Trigger warning: This post deals with mental illness, and the accompanying video may be triggering for some people.
For 20-year-old Sophie Eliza, the world is usually privy to only one side of her.
It’s a smiling face, an arm around her boyfriend, a carefully considered front. It’s a side that works alongside the side she usually keeps to herself.
A side that has been diagnosed with borderline personality disorder (BPD): a mental condition that is marked by a pattern of ongoing instability in moods, behaviour, self-image, and functioning. One of the symptoms of her disorder is severe psychosis.
And so, just over a week ago, Sophie decided it was time the world saw. It was time they understood what psychosis looks like, what it sounds like and what it entails. It was time they realised that mental illnesses aren’t “romantic or beautiful or cute.”
So the UK resident uploaded a video of her own experience with psychosis onto Facebook. A week later, that post had been liked more than 21,000 times and shared more than 30,000 times.
“This is the reality of psychotic illnesses,” she wrote on Facebook, juxtaposing a photo of her usual smiling self with a video of her experience with psychosis.

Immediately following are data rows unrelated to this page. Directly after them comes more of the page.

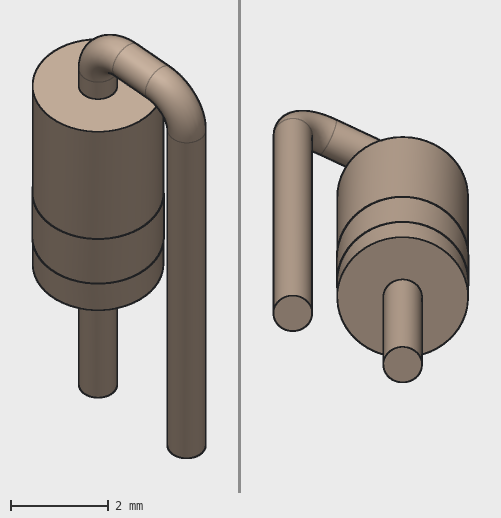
import cadquery as cq


body_diameter = 2.7
body_length = 5.2
band_diameter = 2.72
band_length = body_length / 4
band_offset = 0.78

lead_diameter = 0.8
lead_pitch = 2.54
lead_below_body = 3.5
bend_radius = 0.8
overall_height = 10.4

body_bottom = lead_below_body
band_bottom = body_bottom + band_offset
wire_top = overall_height - lead_diameter / 2
bend_start = wire_top - bend_radius


def cylinder(diameter, bottom, length):
    """Cylinder on the body axis, rising from the given height."""
    return cq.Workplane("XY").workplane(offset=bottom).circle(diameter / 2).extrude(length)


def make_body():
    """Cylindrical body with a slightly raised band near its lower end."""
    body = cylinder(body_diameter, body_bottom, body_length)
    band = cylinder(band_diameter, band_bottom, band_length)
    return body.union(band)


def make_wire():
    """Round lead through the body, bent over the top and down to the second pin."""
    path = (
        cq.Workplane("XZ")
        .lineTo(0, bend_start)
        .tangentArcPoint((bend_radius, wire_top), relative=False)
        .lineTo(lead_pitch - bend_radius, wire_top)
        .tangentArcPoint((lead_pitch, bend_start), relative=False)
        .lineTo(lead_pitch, 0)
    )
    return cq.Workplane("XY").circle(lead_diameter / 2).sweep(path)


result = make_body().union(make_wire())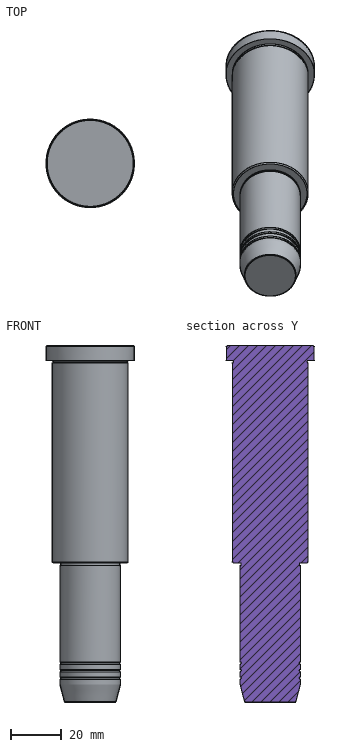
import cadquery as cq

total_length = 141.0
head_diameter = 35.0
head_height = 6.0
body_diameter = 30.0
shank_diameter = 24.0
shank_length = 55.0
edge_chamfer = 0.5

tip_diameter = 20.5
tip_chamfer = 0.3
tip_height = 7.0

relief_width = 1.0
relief_depth = 0.3

ring_count = 3
ring_width = 1.0
ring_depth = 0.5
ring_pitch = 3.0
first_ring_z = 9.6


def cylinder(diameter, bottom_z, top_z):
    """Solid cylinder on the Z axis between two heights."""
    return cq.Workplane("XY").workplane(offset=bottom_z).circle(diameter / 2).extrude(top_z - bottom_z)


def revolve_profile(points):
    """Solid made by turning a closed (radius, height) outline about the Z axis."""
    return cq.Workplane("XZ").polyline(points).close().revolve(360, (0, 0, 0), (0, 1, 0))


def lead_in():
    """Tapered tip that narrows from the shank to a chamfered flat end."""
    tip_radius = tip_diameter / 2
    return revolve_profile([
        (0, 0),
        (tip_radius - tip_chamfer, 0),
        (tip_radius, tip_chamfer),
        (shank_diameter / 2, tip_height),
        (0, tip_height),
    ])


def relief_groove(diameter, top_z):
    """Flat-bottomed ring to remove just below a shoulder."""
    return (
        cq.Workplane("XY")
        .workplane(offset=top_z - relief_width)
        .circle(diameter / 2)
        .circle(diameter / 2 - relief_depth)
        .extrude(relief_width)
    )


def ring_groove(diameter, middle_z):
    """V-shaped ring to remove, open at the cylinder surface."""
    radius = diameter / 2
    return revolve_profile([
        (radius, middle_z - ring_width / 2),
        (radius - ring_depth, middle_z),
        (radius, middle_z + ring_width / 2),
    ])


head_bottom_z = total_length - head_height

head = cylinder(head_diameter, head_bottom_z, total_length).faces(">Z").edges().chamfer(edge_chamfer)
body = cylinder(body_diameter, shank_length, head_bottom_z).faces("<Z").edges().chamfer(edge_chamfer)
shank = cylinder(shank_diameter, tip_height, shank_length)
pin = lead_in().union(shank).union(body).union(head)

pin = pin.cut(ring_groove(body_diameter, head_bottom_z - ring_width / 2))
pin = pin.cut(relief_groove(shank_diameter, shank_length))

for ring in range(ring_count):
    pin = pin.cut(ring_groove(shank_diameter, first_ring_z + ring * ring_pitch))

result = pin

“This is the reality for some with bipolar, or BPD, severe depression or schizophrenia (all of which I’ve been diagnosed with at some point). Mental illnesses aren’t romantic or beautiful or cute. Mental illnesses are scary, terrifying. Mental illnesses aren’t a personality trait. Mental illnesses aren’t a quirk.
“And I am not too happy to have one (or several). Mental illnesses are serious, they’re dangerous and ugly. This is the reality of being triggered by something. It’s not a joke, or a laugh. Being triggered by something can lead to this. This state of pure agony and fear,” she wrote.
Sophie went on to lament a section of society who are still ignorant about mental health, continuing to “flippantly” use words like “depressed”, “anxious”, “bipolar” and “schizo”.